▶ Data section:
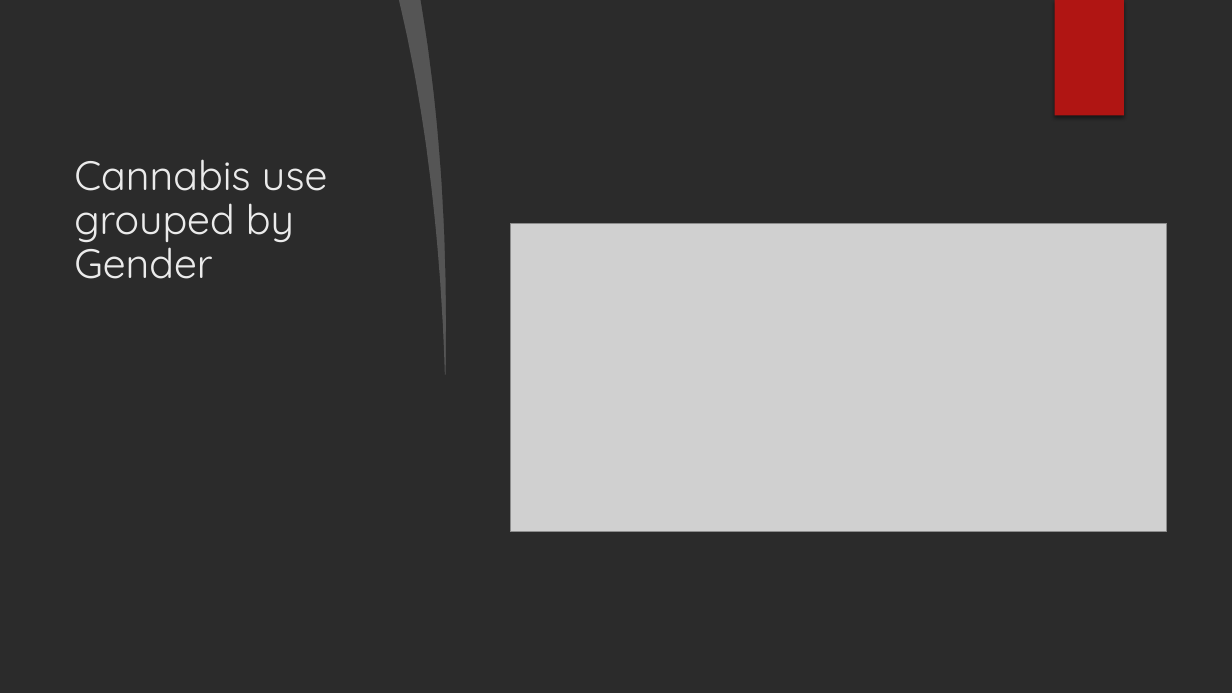
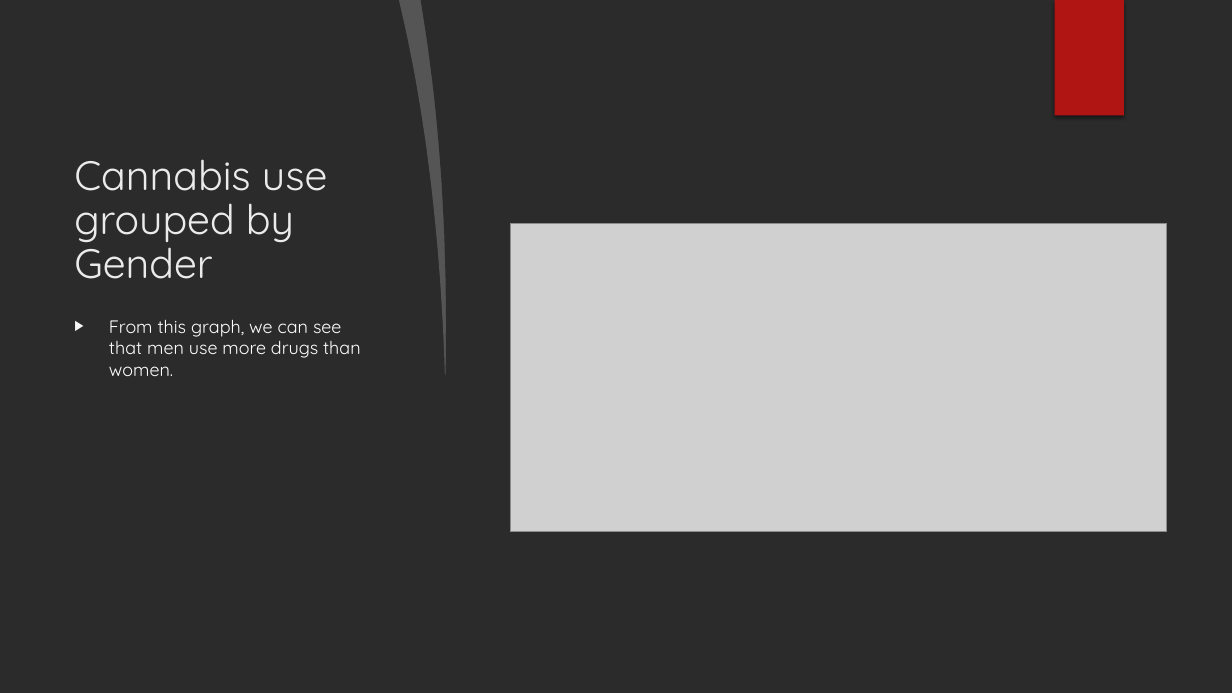
Before and after one commit to FearlessClock/PythonDataAnalyste, a slide deck: slide 10 of Drug consuption Pieter Algera.pptx (slide 7 before the commit). Drawn at 1232x693 pixels with LibreOffice and Linux fonts; fonts in the diff are those of the drawing; grey boxes stand for pictures; background and template pictures are left out; a plain dark background stands for a picture behind light text. Boxes give left, top, right and bottom in pixels: in the first picture for what was removed or moved away, otherwise in the second. Text is boxed around its words. In the diff, an @@ line names an element or a change of style, - is before the commit and + after.

```diff
--- a/Drug consuption Pieter Algera.pptx
+++ b/Drug consuption Pieter Algera.pptx
@@ text added at bbox=[109, 320, 361, 376], 14 pt, text #FFFFFF @@
+▶ From this graph, we can see that men use more drugs than women.
```
Also in this commit, not shown: 2 other slides changed, 12 slides added, 1 other file.

▶ Activity: Once the pictures are set aside, output the whole listing exactly.

▶ Reply to the task:
Before and after one commit to FearlessClock/PythonDataAnalyste, a slide deck: slide 10 of Drug consuption Pieter Algera.pptx (slide 7 before the commit). Drawn at 1232x693 pixels with LibreOffice and Linux fonts; fonts in the diff are those of the drawing; grey boxes stand for pictures; background and template pictures are left out; a plain dark background stands for a picture behind light text. Boxes give left, top, right and bottom in pixels: in the first picture for what was removed or moved away, otherwise in the second. Text is boxed around its words. In the diff, an @@ line names an element or a change of style, - is before the commit and + after.

```diff
--- a/Drug consuption Pieter Algera.pptx
+++ b/Drug consuption Pieter Algera.pptx
@@ text added at bbox=[109, 320, 361, 376], 14 pt, text #FFFFFF @@
+▶ From this graph, we can see that men use more drugs than women.
```
Also in this commit, not shown: 2 other slides changed, 12 slides added, 1 other file.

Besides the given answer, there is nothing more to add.